Idiopathy, as I’ve come to learn, is the medicalization of fate, the studied acceptance of bolts out of the blue. Around the time that my father received his diagnosis, my cousin Janine was in the midst of a far more serious “war.” In December of the previous year, idiopathic lumps were found in her breasts. Such stories have become Reader’s Digest tropes, bathroom-reading banalities, but they are not so banal when they occur to a member of your own family, especially when that member has two small children, a husband, a dog, a cat, parents, in-laws, friends and a great ungainly mess of a life to maintain. The doctors on the frontlines mobilized with force, but they offered no guarantees. As with all battle narratives, Janine’s “courage” would determine her fate.

And her courage was exemplary. Unimpeachable. A thing to behold. I received the news in a Facebook message sent by her husband, to which I replied simply, embarrassingly, “Jesus dude.” When my iPad pinged with this miserable dispatch, I was standing in the small dining area of the cottage I rent only a few hundred metres from Janine’s childhood home, in the Johannesburg suburb of Orchards where I am based as an African political journalist (or, as a colleague once put it, a “geopolitical idiopath”). All the way back in Canada, Janine was at war, displaying her endless reserves of courage. Much later, when I asked her what she drew upon in order to overcome, her answer was not T-shirt slogan-worthy.

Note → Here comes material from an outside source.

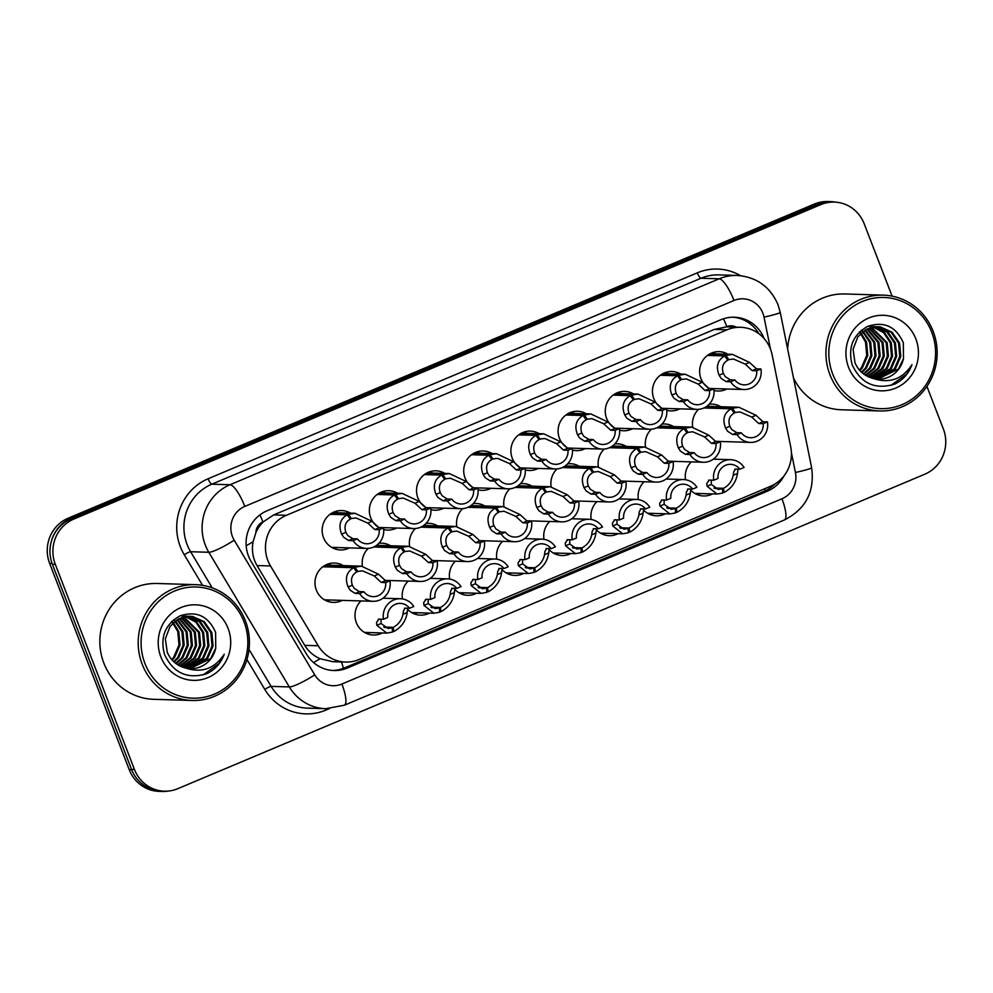 <?xml version="1.0" encoding="UTF-8"?>
<svg xmlns="http://www.w3.org/2000/svg" width="993" height="993" viewBox="0 0 993 993"><rect width="100%" height="100%" fill="white"/><g stroke="black" fill="none" stroke-linecap="round" stroke-linejoin="round"><path stroke-width="1.49" d="M417.085 612.718A19.699 18.904 -88.3 0 1 414.329 613.873M429.435 613.091A19.699 18.904 -88.3 0 1 420.473 615.139A19.699 18.904 -88.3 0 1 407.502 609.206M653.009 513.406A19.699 18.904 -88.3 0 1 650.254 514.56M665.36 513.778A19.699 18.904 -88.3 0 1 656.398 515.826A19.699 18.904 -88.3 0 1 643.414 509.881M605.817 533.266A19.699 18.904 -88.3 0 1 603.061 534.42M618.167 533.638A19.699 18.904 -88.3 0 1 609.206 535.686A19.699 18.904 -88.3 0 1 596.234 529.741M464.265 592.858A19.699 18.904 -88.3 0 1 461.509 594.013M476.615 593.231A19.699 18.904 -88.3 0 1 467.653 595.279A19.699 18.904 -88.3 0 1 454.682 589.333M511.457 572.998A19.699 18.904 -88.3 0 1 508.701 574.14M523.808 573.371A19.699 18.904 -88.3 0 1 514.846 575.419A19.699 18.904 -88.3 0 1 501.862 569.473M558.637 553.126A19.699 18.904 -88.3 0 1 555.881 554.28M570.987 553.511A19.699 18.904 -88.3 0 1 562.026 555.546A19.699 18.904 -88.3 0 1 549.055 549.613M700.189 493.533A19.699 18.904 -88.3 0 1 697.434 494.688M712.54 493.918A19.699 18.904 -88.3 0 1 703.578 495.966A19.699 18.904 -88.3 0 1 690.607 490.021M369.905 632.578A19.699 18.904 -88.3 0 1 367.149 633.733M382.255 632.963A19.699 18.904 -88.3 0 1 373.294 635.011A19.699 18.904 -88.3 0 1 356.35 622.698A19.699 18.904 -88.3 0 1 361.005 600.926M329.899 599.983A19.699 18.904 -88.3 0 1 327.144 601.137M342.25 600.355A19.699 18.904 -88.3 0 1 333.288 602.403A19.699 18.904 -88.3 0 1 316.345 590.103A19.699 18.904 -88.3 0 1 334.492 563.031A19.699 18.904 -88.3 0 1 343.305 565.613M714.55 388.611A19.699 18.904 -88.3 0 1 713.793 388.983M726.901 388.983A19.699 18.904 -88.3 0 1 717.939 391.031A19.699 18.904 -88.3 0 1 713.979 390.472M709.61 388.722A19.699 18.904 -88.3 0 1 700.996 378.73A19.699 18.904 -88.3 0 1 719.131 351.659A19.699 18.904 -88.3 0 1 727.956 354.24M667.358 408.471A19.699 18.904 -88.3 0 1 666.601 408.843M679.721 408.855A19.699 18.904 -88.3 0 1 670.747 410.891A19.699 18.904 -88.3 0 1 666.787 410.332M662.418 408.595A19.699 18.904 -88.3 0 1 653.804 398.59A19.699 18.904 -88.3 0 1 671.951 371.519A19.699 18.904 -88.3 0 1 680.776 374.1M620.178 428.331A19.699 18.904 -88.3 0 1 619.421 428.703M632.529 428.715A19.699 18.904 -88.3 0 1 623.567 430.763A19.699 18.904 -88.3 0 1 619.607 430.192M615.238 428.455A19.699 18.904 -88.3 0 1 606.624 418.45A19.699 18.904 -88.3 0 1 624.771 391.379A19.699 18.904 -88.3 0 1 633.596 393.973M572.998 448.203A19.699 18.904 -88.3 0 1 572.241 448.563M585.349 448.575A19.699 18.904 -88.3 0 1 576.387 450.623A19.699 18.904 -88.3 0 1 572.427 450.065M568.058 448.315A19.699 18.904 -88.3 0 1 559.444 438.323A19.699 18.904 -88.3 0 1 577.591 411.251A19.699 18.904 -88.3 0 1 586.404 413.833M525.806 468.063A19.699 18.904 -88.3 0 1 525.061 468.435M538.169 468.435A19.699 18.904 -88.3 0 1 529.195 470.483A19.699 18.904 -88.3 0 1 525.247 469.925M520.866 468.175A19.699 18.904 -88.3 0 1 512.251 458.183A19.699 18.904 -88.3 0 1 530.399 431.111A19.699 18.904 -88.3 0 1 539.224 433.693M478.626 487.923A19.699 18.904 -88.3 0 1 477.869 488.295M490.976 488.308A19.699 18.904 -88.3 0 1 482.015 490.343A19.699 18.904 -88.3 0 1 478.055 489.785M473.686 488.047A19.699 18.904 -88.3 0 1 465.072 478.043A19.699 18.904 -88.3 0 1 483.219 450.971A19.699 18.904 -88.3 0 1 492.044 453.565M431.446 507.795A19.699 18.904 -88.3 0 1 430.689 508.155M443.797 508.168A19.699 18.904 -88.3 0 1 434.835 510.216A19.699 18.904 -88.3 0 1 430.875 509.645M426.506 507.907A19.699 18.904 -88.3 0 1 417.892 497.915A19.699 18.904 -88.3 0 1 436.039 470.831A19.699 18.904 -88.3 0 1 444.852 473.425M384.266 527.655A19.699 18.904 -88.3 0 1 383.509 528.028M396.617 528.028A19.699 18.904 -88.3 0 1 387.655 530.076A19.699 18.904 -88.3 0 1 383.695 529.517M379.314 527.767A19.699 18.904 -88.3 0 1 370.699 517.775A19.699 18.904 -88.3 0 1 388.846 490.703A19.699 18.904 -88.3 0 1 397.672 493.285M337.074 547.515A19.699 18.904 -88.3 0 1 334.318 548.67M349.424 547.888A19.699 18.904 -88.3 0 1 340.462 549.936A19.699 18.904 -88.3 0 1 323.519 537.635A19.699 18.904 -88.3 0 1 341.666 510.563A19.699 18.904 -88.3 0 1 350.492 513.145M772.12 354.786A34.755 33.365 91.7 0 0 770.431 349.002A34.755 33.365 91.7 0 0 740.53 327.293A34.755 33.365 91.7 0 0 727.037 329.813L286.394 515.305A34.755 33.365 91.7 0 0 270.506 565.96L318.219 645.76A34.755 33.365 91.7 0 0 345.49 662.07A34.755 33.365 91.7 0 0 358.982 659.551L770.494 486.309A34.755 33.365 91.7 0 0 790.713 446.85L772.12 354.786M255.921 532.533A34.755 33.365 -88.3 0 1 263.43 521.747L262.897 521.983A11.581 11.122 91.7 0 0 255.921 532.533L253.091 541.706C251.502 550.221 252.805 558.165 257.013 565.551L304.727 645.351C308.451 651.383 313.565 655.839 320.094 658.744L332.792 661.686L345.49 662.07M736.21 327.156A11.581 11.122 91.7 0 0 726.851 326.66L726.305 326.896A34.755 33.365 -88.3 0 1 727.857 326.896L740.53 327.293M726.305 326.896L714.339 329.428L273.696 514.92L263.43 521.747M402.45 598.928A19.699 18.904 -88.3 0 1 408.197 581.066M449.643 579.068A19.699 18.904 -88.3 0 1 455.377 561.206M496.823 559.208A19.699 18.904 -88.3 0 1 502.557 541.346M544.003 539.336A19.699 18.904 -88.3 0 1 549.75 521.474M591.195 519.476A19.699 18.904 -88.3 0 1 596.93 501.614M638.375 499.616A19.699 18.904 -88.3 0 1 644.109 481.754M685.555 479.756A19.699 18.904 -88.3 0 1 691.302 461.882M362.433 566.221A19.699 18.904 -88.3 0 1 368.291 548.372M378.867 543.295A19.699 18.904 -88.3 0 1 381.672 543.159A19.699 18.904 -88.3 0 1 390.497 545.753M409.613 546.361A19.699 18.904 -88.3 0 1 415.471 528.512M426.059 523.435A19.699 18.904 -88.3 0 1 428.852 523.299A19.699 18.904 -88.3 0 1 437.677 525.893M456.805 526.489A19.699 18.904 -88.3 0 1 462.651 508.652M473.239 503.563A19.699 18.904 -88.3 0 1 476.032 503.439A19.699 18.904 -88.3 0 1 484.857 506.02M503.985 506.629A19.699 18.904 -88.3 0 1 509.843 488.779M520.419 483.703A19.699 18.904 -88.3 0 1 523.224 483.579A19.699 18.904 -88.3 0 1 532.049 486.16M551.165 486.769A19.699 18.904 -88.3 0 1 557.023 468.919M567.611 463.843A19.699 18.904 -88.3 0 1 570.404 463.706A19.699 18.904 -88.3 0 1 579.229 466.3M598.357 466.909A19.699 18.904 -88.3 0 1 604.203 449.059M614.791 443.983A19.699 18.904 -88.3 0 1 617.584 443.846A19.699 18.904 -88.3 0 1 626.409 446.44M645.537 447.036A19.699 18.904 -88.3 0 1 651.396 429.187M661.971 424.11A19.699 18.904 -88.3 0 1 664.776 423.986A19.699 18.904 -88.3 0 1 673.589 426.568M692.717 427.176A19.699 18.904 -88.3 0 1 698.575 409.327M709.163 404.25A19.699 18.904 -88.3 0 1 711.956 404.114A19.699 18.904 -88.3 0 1 720.781 406.708M335.46 511.457A19.699 18.904 -88.3 0 1 338.141 512.773M712.924 352.552A19.699 18.904 -88.3 0 1 715.605 353.868M665.744 372.412A19.699 18.904 -88.3 0 1 668.426 373.728M618.565 392.272A19.699 18.904 -88.3 0 1 621.233 393.588M571.372 412.132A19.699 18.904 -88.3 0 1 574.053 413.46M524.192 432.005A19.699 18.904 -88.3 0 1 526.873 433.32M477.012 451.865A19.699 18.904 -88.3 0 1 479.693 453.18M429.82 471.725A19.699 18.904 -88.3 0 1 432.501 473.053M382.64 491.597A19.699 18.904 -88.3 0 1 385.321 492.913M328.273 563.925A19.699 18.904 -88.3 0 1 330.954 565.24M471.551 505.114A19.699 18.904 -88.3 0 1 472.507 505.648M424.359 524.974A19.699 18.904 -88.3 0 1 425.327 525.508M377.179 544.834A19.699 18.904 -88.3 0 1 378.134 545.38M565.911 465.382A19.699 18.904 -88.3 0 1 566.879 465.916M613.103 445.522A19.699 18.904 -88.3 0 1 614.059 446.056M518.731 485.254A19.699 18.904 -88.3 0 1 519.687 485.788M660.283 425.662A19.699 18.904 -88.3 0 1 661.239 426.196M707.463 405.802A19.699 18.904 -88.3 0 1 708.431 406.336M51.487 540.9A34.755 33.365 -88.3 0 1 71.099 518.272L817.251 204.148A34.755 33.365 -88.3 0 1 830.744 201.629A34.755 33.365 -88.3 0 1 835.585 202.15M167.966 791.086A34.755 33.365 -88.3 0 1 162.045 791.458A34.755 33.365 -88.3 0 1 146.393 786.841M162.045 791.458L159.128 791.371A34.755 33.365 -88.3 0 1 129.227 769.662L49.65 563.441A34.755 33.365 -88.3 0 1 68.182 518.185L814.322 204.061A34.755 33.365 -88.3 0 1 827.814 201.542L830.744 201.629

“The kids are too young to understand,” she said, stuffing guacamole into taco shells. “I have to make suppers; I have to change diapers. Life goes on.”

Unless it doesn’t. Janine spent her year at war inhabiting the tiny niche of cancer patients who, because they’re simultaneously raising toddlers, practising animal husbandry and running a household, don’t have time to “survive” in the sense we’ve come to understand it. I was once again struck by the fact that the cancer narrative has been whittled down to an empty set of declarations in a culture that views survival as a transferable commodity. In an Oprah-fied universe, Janine would eventually be asked to reduce her story to a palliative that applies just as equally to a broken marriage or a downsized job. That, I suppose, is what I wanted from her when I asked for her secret—a pacifier I could mentally suck on when life left me low. Her story would be something I could use when I needed a leg up.

Mostly, I used it when I was on the bike. Climbing a hill behind a group of hardened racers, I’d think of Janine. On a fast flat road in a peloton travelling at fifty-five kilometres an hour, I’d think of Janine. Janine, Janine, Janine. In all, I owe her a year and a half of tiny victories.

Luv from Cancer Fighter Poplak.

“Now that I’ve beaten the disease,” my father said over Skype, “I’m going to be flying on the bike.”

Anything for an edge in this sport. Anything.